Showing posts with label USA 81. Show all posts
Showing posts with label USA 81. Show all posts

Monday, 5 February 2018

The flashing behaviour of USA 81 (1992-023A)



The video footage above was shot by me on 25 July 2017 and shows the classified satellite USA 81 (1992-023A). It is flashing rapidly, at ~5 flashes per second.

USA 81 is one of two satellites (the other is USA 32; the attempted launch of a third one failed) on which little is known, but that were probably ELINT gathering satellites, probably in the Singleton/SBWASS program. It was launched from Vandenberg AFB on 25 April 1992 with a Titan 23G.

With its earlier sistership USA 32, USA 81 is renowned for the light shows it puts on. It has a very rapid and at times very conspicuous flash cycle of sharp specular flashes, like a disco-ball: the video above shows an impressive example of this. How pronounced the flashing is depends on the viewing angle: the video above catches a brief period, halfway the footage, where it becomes very pronounced.

The flashing is very regular and specular, with a main period of 0.2 seconds and a secondary period half of that, 0.1 seconds.

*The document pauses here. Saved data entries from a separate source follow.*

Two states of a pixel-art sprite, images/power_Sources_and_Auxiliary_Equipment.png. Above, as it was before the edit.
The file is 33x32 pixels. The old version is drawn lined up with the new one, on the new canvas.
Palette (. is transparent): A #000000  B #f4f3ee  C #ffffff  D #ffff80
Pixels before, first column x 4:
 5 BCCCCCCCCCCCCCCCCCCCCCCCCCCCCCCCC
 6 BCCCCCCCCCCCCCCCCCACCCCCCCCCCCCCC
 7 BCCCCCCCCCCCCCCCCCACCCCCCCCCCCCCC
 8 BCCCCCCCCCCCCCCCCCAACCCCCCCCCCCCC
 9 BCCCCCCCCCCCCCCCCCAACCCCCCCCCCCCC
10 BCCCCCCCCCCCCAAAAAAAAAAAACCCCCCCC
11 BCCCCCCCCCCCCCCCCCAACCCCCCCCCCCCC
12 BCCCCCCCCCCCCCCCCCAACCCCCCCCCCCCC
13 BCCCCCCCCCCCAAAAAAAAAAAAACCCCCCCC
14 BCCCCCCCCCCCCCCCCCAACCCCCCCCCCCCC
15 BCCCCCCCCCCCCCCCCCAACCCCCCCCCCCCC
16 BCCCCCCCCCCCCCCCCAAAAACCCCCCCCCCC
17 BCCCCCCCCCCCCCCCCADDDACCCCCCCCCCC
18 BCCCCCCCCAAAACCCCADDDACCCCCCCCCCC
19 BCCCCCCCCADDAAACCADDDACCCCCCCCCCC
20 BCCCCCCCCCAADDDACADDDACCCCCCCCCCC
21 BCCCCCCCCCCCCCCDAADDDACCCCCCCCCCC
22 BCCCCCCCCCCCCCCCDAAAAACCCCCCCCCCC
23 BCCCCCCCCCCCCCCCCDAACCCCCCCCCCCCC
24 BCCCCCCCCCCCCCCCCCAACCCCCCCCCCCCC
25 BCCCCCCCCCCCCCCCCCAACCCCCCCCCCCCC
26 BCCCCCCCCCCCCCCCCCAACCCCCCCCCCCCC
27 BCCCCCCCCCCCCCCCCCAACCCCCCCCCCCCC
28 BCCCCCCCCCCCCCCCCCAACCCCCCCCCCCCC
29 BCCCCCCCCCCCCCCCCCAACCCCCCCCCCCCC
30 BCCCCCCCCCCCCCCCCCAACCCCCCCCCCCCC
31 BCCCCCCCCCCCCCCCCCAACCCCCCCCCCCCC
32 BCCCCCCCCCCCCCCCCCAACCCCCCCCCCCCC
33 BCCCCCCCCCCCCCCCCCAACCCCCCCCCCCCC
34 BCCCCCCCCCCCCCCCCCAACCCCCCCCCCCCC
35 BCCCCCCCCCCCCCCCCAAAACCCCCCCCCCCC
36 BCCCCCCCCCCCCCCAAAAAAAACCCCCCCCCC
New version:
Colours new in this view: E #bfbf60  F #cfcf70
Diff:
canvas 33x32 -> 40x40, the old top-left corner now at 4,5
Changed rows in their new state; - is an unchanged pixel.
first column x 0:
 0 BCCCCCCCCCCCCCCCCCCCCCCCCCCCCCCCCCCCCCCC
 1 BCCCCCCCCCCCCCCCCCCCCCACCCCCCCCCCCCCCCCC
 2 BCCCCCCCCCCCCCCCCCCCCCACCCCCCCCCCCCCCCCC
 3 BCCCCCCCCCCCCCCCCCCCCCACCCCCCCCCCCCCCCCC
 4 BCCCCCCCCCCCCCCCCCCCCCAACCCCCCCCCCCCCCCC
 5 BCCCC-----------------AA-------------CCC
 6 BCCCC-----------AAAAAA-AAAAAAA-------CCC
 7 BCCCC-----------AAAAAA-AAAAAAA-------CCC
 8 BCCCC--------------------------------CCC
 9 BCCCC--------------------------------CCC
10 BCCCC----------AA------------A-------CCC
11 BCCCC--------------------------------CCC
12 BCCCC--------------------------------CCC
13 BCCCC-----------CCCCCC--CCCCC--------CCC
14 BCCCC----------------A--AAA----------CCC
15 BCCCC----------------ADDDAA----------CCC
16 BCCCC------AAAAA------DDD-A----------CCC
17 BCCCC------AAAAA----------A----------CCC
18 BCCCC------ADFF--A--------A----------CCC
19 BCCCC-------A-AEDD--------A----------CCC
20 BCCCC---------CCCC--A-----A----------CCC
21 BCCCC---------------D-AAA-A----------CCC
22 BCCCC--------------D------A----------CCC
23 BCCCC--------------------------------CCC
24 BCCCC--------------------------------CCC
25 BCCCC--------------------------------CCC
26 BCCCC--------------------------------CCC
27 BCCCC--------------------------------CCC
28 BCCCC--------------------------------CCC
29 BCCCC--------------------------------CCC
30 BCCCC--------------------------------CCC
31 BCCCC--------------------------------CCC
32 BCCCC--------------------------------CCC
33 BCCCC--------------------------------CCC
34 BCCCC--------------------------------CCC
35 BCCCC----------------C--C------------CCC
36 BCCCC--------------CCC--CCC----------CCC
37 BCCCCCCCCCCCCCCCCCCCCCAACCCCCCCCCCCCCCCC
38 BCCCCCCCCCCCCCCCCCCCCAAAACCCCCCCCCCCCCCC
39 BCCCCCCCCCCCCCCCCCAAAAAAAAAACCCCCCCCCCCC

The diagrams below show this periodicity well. They are the result of an analysis of (part of) the video above with LiMovie and PAST - the analyzed part of the video was the second part, after the camera repositioned, when flashing was most pronounced.

The first diagram shows the observed very specular flashes (blue) and a fitted double sinusoid of 0.2 and 0.2 seconds (red, dashed). They fit very well:



click diagram to enlarge


The two periods are also well discernable in the Lomb periodogram and the fast Fourier analysis below:

click diagram to enlarge
click diagram to enlarge

The earlier sister ship of USA 81, USA 32 (1988-078A), shows the same brightness behaviour (but with a main periodocity of 1.2 seconds) with the same periodicity. This points out that the flashing is intentional.

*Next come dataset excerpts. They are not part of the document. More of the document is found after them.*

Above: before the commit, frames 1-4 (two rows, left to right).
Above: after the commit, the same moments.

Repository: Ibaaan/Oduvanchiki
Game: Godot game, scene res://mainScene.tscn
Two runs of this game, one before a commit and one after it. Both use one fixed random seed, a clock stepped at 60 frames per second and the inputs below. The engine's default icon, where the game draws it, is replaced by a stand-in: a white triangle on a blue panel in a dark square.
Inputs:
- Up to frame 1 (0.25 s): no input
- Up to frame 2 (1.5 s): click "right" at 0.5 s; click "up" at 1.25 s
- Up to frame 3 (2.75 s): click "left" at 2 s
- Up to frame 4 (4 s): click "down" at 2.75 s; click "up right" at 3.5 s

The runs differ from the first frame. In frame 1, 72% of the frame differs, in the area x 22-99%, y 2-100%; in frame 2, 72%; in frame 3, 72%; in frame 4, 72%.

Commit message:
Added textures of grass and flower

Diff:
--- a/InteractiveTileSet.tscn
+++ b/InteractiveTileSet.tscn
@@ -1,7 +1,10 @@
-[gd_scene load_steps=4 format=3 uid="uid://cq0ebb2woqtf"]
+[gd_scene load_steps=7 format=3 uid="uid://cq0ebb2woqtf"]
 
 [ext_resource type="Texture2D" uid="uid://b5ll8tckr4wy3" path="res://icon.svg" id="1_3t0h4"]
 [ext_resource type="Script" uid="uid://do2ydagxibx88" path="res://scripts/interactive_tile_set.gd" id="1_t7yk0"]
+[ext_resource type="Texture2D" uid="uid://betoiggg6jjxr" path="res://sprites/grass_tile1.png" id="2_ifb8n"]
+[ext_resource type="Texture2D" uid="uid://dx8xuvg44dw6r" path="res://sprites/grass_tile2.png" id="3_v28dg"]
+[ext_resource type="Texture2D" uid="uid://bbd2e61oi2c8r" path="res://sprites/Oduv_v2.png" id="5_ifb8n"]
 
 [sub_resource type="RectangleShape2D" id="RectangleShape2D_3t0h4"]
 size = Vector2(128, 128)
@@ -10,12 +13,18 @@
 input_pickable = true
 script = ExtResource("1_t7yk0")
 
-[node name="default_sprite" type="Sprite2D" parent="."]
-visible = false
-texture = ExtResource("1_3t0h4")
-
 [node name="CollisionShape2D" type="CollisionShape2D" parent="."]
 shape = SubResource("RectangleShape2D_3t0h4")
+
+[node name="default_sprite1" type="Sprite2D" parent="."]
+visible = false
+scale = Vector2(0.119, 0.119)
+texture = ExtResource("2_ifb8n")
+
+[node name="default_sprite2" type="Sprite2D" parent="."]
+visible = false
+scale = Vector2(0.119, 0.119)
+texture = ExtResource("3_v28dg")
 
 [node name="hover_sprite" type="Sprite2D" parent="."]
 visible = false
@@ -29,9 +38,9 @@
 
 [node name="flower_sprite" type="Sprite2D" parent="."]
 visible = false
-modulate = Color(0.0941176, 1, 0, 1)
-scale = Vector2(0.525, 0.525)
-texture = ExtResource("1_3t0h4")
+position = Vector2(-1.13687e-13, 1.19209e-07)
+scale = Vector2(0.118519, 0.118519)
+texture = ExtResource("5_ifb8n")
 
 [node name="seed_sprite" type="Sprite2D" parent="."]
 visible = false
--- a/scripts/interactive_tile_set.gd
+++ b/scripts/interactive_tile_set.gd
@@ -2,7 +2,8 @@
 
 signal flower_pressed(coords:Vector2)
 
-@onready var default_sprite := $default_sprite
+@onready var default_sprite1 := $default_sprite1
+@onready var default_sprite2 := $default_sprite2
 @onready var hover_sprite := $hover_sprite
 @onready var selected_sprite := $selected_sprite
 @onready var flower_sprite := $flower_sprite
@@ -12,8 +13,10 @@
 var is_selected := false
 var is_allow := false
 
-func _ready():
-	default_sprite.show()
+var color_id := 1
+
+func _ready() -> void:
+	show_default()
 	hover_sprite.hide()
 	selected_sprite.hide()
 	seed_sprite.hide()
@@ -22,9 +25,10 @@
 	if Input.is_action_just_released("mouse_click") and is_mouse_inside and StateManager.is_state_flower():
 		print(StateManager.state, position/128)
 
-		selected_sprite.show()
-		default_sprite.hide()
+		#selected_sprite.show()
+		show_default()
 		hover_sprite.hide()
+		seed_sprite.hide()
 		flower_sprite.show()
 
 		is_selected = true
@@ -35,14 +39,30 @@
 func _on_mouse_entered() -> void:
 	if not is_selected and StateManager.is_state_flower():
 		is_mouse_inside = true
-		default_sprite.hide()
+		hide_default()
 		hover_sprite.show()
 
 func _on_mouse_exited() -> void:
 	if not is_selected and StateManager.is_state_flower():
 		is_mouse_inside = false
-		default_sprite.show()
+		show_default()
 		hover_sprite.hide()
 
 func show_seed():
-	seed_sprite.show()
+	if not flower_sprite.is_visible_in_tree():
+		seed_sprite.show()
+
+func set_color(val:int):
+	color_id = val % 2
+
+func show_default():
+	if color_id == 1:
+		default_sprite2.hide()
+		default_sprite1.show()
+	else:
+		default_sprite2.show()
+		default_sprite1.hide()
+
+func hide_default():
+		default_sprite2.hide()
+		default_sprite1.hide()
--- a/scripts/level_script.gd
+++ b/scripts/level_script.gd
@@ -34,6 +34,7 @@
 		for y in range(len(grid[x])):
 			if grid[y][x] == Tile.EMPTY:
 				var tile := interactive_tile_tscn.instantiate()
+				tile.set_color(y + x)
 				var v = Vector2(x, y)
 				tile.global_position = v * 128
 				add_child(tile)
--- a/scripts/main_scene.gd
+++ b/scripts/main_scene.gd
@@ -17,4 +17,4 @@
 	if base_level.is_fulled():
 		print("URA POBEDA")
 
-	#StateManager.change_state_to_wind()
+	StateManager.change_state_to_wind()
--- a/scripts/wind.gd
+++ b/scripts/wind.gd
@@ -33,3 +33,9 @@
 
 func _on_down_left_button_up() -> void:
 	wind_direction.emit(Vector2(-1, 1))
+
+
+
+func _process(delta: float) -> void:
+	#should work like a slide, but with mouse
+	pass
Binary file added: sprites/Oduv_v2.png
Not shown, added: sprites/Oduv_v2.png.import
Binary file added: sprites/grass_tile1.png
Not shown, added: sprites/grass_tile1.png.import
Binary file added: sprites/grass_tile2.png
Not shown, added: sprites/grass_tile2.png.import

There are two options to explain the flashing behaviour. One is that the satellite is spin-stabilized. The other is that the satellite could have a large and shiny rotating element, for example a large rotating antenna.


Tuesday, 22 June 2010

The flash period of USA 81 on June 2nd (UPDATED with February 24 results)

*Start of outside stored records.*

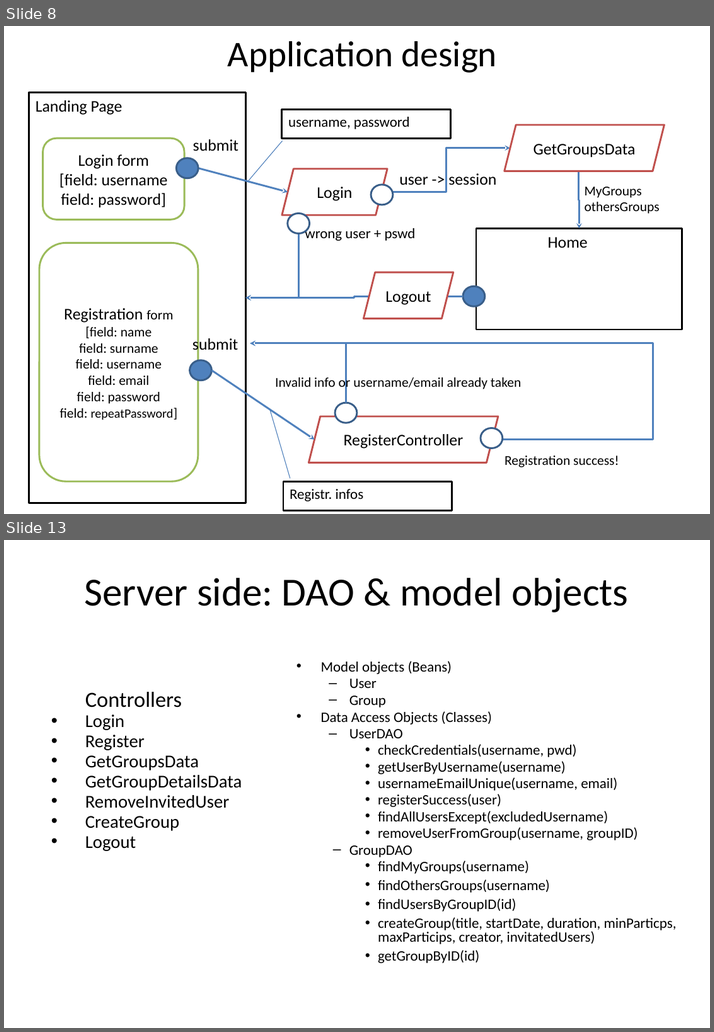
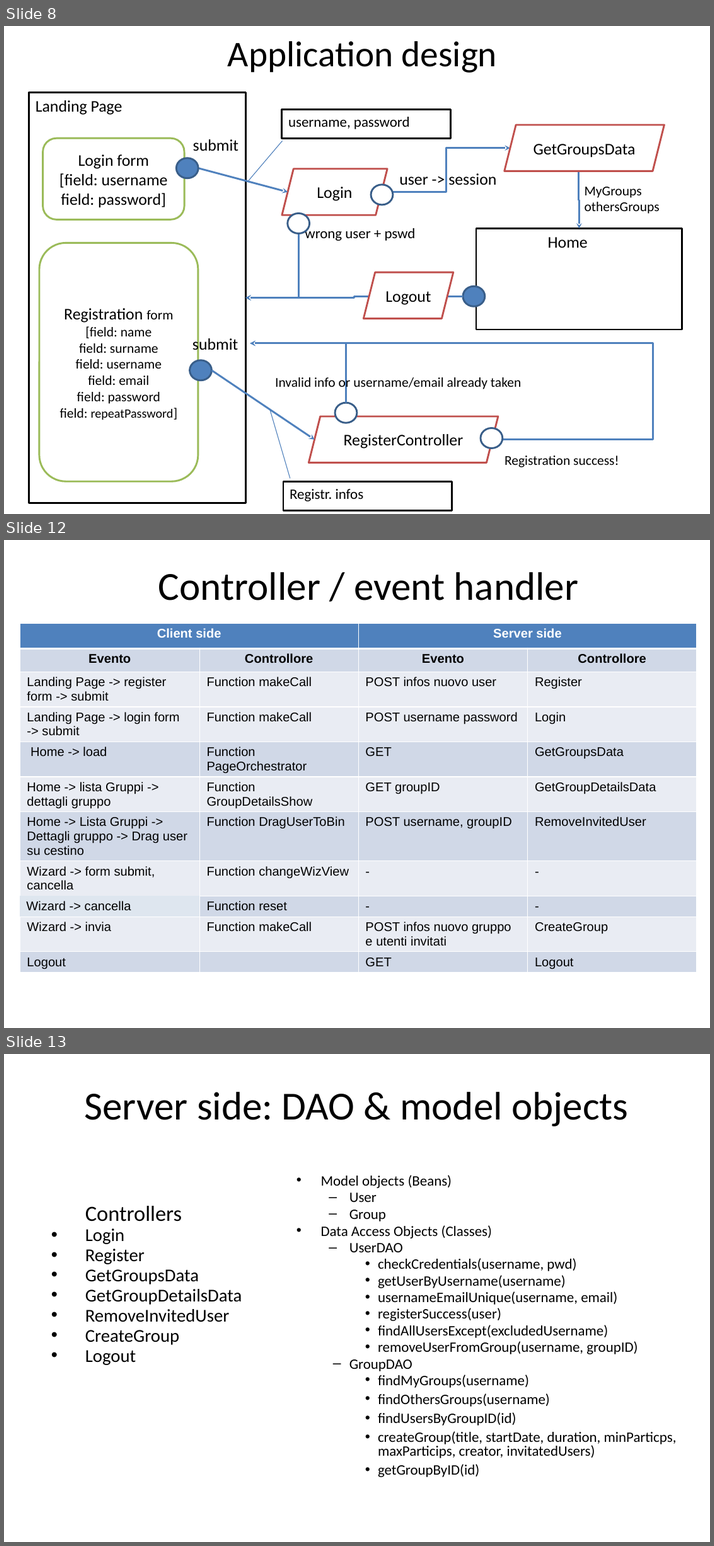
Before and after one commit to lucanotluka/Tecnologie-Informatiche-per-il-Web_-_Rich-Internet-Application, a slide deck: TIW-GruppiRIA.pptx. Shown one above the other, each under a label of ours: slides 8 and 13 before the commit, slides 8, 12 and 13 after it; the slides between them are not shown. The pictures are 714x1032 and 714x1546 pixels, drawn with LibreOffice and Linux fonts; fonts in the diff are those of the drawing. Boxes give left, top, right and bottom in pixels: in the first picture for what was removed or moved away, otherwise in the second. Text is boxed around its words. In the diff, an @@ line names an element or a change of style, - is before the commit and + after.

```diff
--- a/TIW-GruppiRIA.pptx
+++ b/TIW-GruppiRIA.pptx
@@ slide 12 added at <box>4,540,710,1028</box>, background #FFFFFF @@
@@ title added at <box>158,572,579,600</box>, 44 pt, text #000000 @@
+Controller / event handler
@@ table added at <box>20,623,696,1028</box>, 11 rows, 4 columns @@
+Client side |  | Server side | 
+Evento | Controllore | Evento | Controllore
+Landing Page -> register form -> submit | Function makeCall | POST infos nuovo user | Register
+Landing Page -> login form -> submit | Function makeCall | POST username password | Login
+Home -> load | Function PageOrchestrator | GET | GetGroupsData
+Home -> lista Gruppi -> dettagli gruppo | Function GroupDetailsShow | GET groupID | GetGroupDetailsData
+Home -> Lista Gruppi -> Dettagli gruppo -> Drag user su cestino | Function DragUserToBin | POST username, groupID | RemoveInvitedUser
+Wizard -> form submit, cancella | Function changeWizView | - | -
+Wizard -> cancella | Function reset | - | -
+Wizard -> invia | Function makeCall | POST infos nuovo gruppo e utenti invitati | CreateGroup
+Logout |  | GET | Logout
```
Also in this commit, not shown: 5 slides changed, 1 other slide added, 2 slides removed.

In my previous post I reported on a bright stroboscopic flash display by the SIGINT satellite USA 81 (92-023A) on June 2. I now had some time to analyse the images. Below are diagrams showing the brightness behaviour in the two images that captured the event.

click diagrams to enlarge




In the first image, the median period between succesive peaks is a very neat 0.20 seconds (average: 0.18s; modus: 0.19s). The same period also is present in the series from the second image, but with more "noise" in terms of either extra "peaks" or missing peaks. Below images shows it as diagrams of the delta time between peaks, and the deviation of these to the 0.20s period established by the first image:

click diagrams to enlarge






The results compare with similar results I obtained in February this year, which for some reason I never published on this blog. These are diagrams from my February 24, 2010 observations (two images), when it showed a series of sharp glints in the zenith, similar to those of June 2nd, with a period of ~0.41s (multiple of the 0.20s of June 2nd). Lower in the sky, it changed to a slower cycle of less sharp peaks with a period of 1.26s.

click diagrams to enlarge




The brightness behaviour hence is quite similar to that for it's older sister ship USA 32 (see here).

Wednesday, 9 June 2010

USA 202 and other geostationaries, and a stroboscopic show by USA 81

I am awfully behind with reporting on my observations.

In deep twilight on June 2nd, I observed USA 81 (92-023A) briefly attaining easy naked eye magnitudes in Bootes, and firing off a rapid series of flashes. The trails on both images covering this episode of bright stroboscopic behaviour partly run off the image, as I re-aimed in (too much of) a hurry. I still have to analyse the flash period. But it was impressive to see:

click images to enlarge





Apart from two Lacrosses, I also targetted the geostationary satellite Milstar 5 (02-001A) again. below image shows it together with the commercial geosats Galaxy 11 and Intelsat 802:

click image to enlarge


I also imaged another classified geostationary satellite, USA 202 (09-001A), and ELINT satellite (probably a Mentor/Advanced Orion). I had not realised it was so bright, so initially I thought the faint object on below image was USA 202 and the brighter one the commercial geosat Thuraya 2. However, the brighter object is USA 202, as it turns out (hence, the questionmarks still in below image can be removed). The satellite is at an altitude of only 17.5 degrees in the south-southeast for mu location.